The characteristic of reduced height (internode length) and increased leaf/stem ratios provides the benefit of producing shorter plants with increased resistance to wind/rain, production of plants with increased leaf/stem ratios for animal feed especially useful for grasses and production of plants or cell lines with improved potential for expression and storage of recombinant enzymes in leaf tissue.

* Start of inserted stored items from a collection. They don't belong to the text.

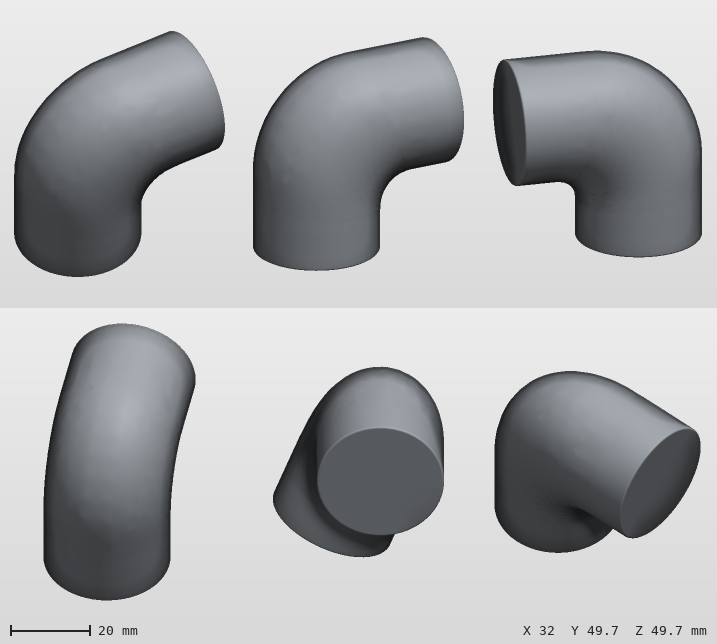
import cadquery as cq
import math

overall_length = 49.7
pipe_diameter = 32.0
inner_bend_radius = 7.45
outer_bend_radius = 28.0
end_rounding = 0.5
loft_steps = 24

pipe_radius = pipe_diameter / 2
port_reach = overall_length - pipe_radius
bend_center = pipe_radius + inner_bend_radius
sleeve_length = port_reach - bend_center
outer_wall = inner_bend_radius + pipe_diameter
arc_offset = outer_wall - outer_bend_radius


def outer_distance(angle):
    """Distance from the bend center to the outer profile along a ray at the given angle."""
    nearest_axis = min(angle, math.pi / 2 - angle)
    if outer_wall * math.tan(nearest_axis) < arc_offset:
        return outer_wall / math.cos(nearest_axis)
    along_ray = arc_offset * (math.cos(angle) + math.sin(angle))
    across_ray = arc_offset * (math.cos(angle) - math.sin(angle))
    return along_ray + math.sqrt(outer_bend_radius**2 - across_ray**2)


def bend_section(angle):
    """Elliptical section of constant X width, reaching from the inner to the outer profile."""
    outer = outer_distance(angle)
    middle = (inner_bend_radius + outer) / 2
    half_depth = (outer - inner_bend_radius) / 2
    radial = cq.Vector(0, -math.cos(angle), math.sin(angle))
    normal = cq.Vector(0, math.sin(angle), math.cos(angle))
    center = cq.Vector(0, bend_center, -bend_center) + radial * middle
    plane = cq.Plane(origin=center, xDir=radial, normal=normal)
    return cq.Workplane(plane).ellipse(half_depth, pipe_radius).wires().val()


def make_bend():
    sections = [bend_section(math.pi / 2 * step / loft_steps) for step in range(loft_steps + 1)]
    return cq.Workplane("XY").add(cq.Solid.makeLoft(sections))


def make_sleeve():
    """Straight port sleeve along +Z with its far end rounded."""
    sleeve = cq.Workplane("XY").circle(pipe_radius).extrude(sleeve_length)
    return sleeve.faces(">Z").edges().fillet(end_rounding)


upright_sleeve = make_sleeve()
lower_sleeve = upright_sleeve.rotate((0, 0, 0), (1, 0, 0), 180).translate((0, 0, -bend_center))
side_sleeve = upright_sleeve.rotate((0, 0, 0), (1, 0, 0), -90).translate((0, bend_center, 0))

result = make_bend().union(lower_sleeve).union(side_sleeve)

The characteristic of delayed senescence would advantageously improve vase and shelf life of flowers and crops in addition to extending the lifetime of cut flowers and the period of harvest to display of crop products.

The present invention provides an endogenous nucleic acid encoding a putative tRNA-IPT enzyme, products thereof and uses therefor and control thereof in the production of plants or plant cells that are capable of exhibiting a variety of advantageous characteristics.

According to a yet further aspect of the invention there is provided use of the nucleic acid of the present invention as a probe for selection of plants that exhibit enhanced levels of CK biosynthesis enzymes.

Preferably, the plants are naturally occurring.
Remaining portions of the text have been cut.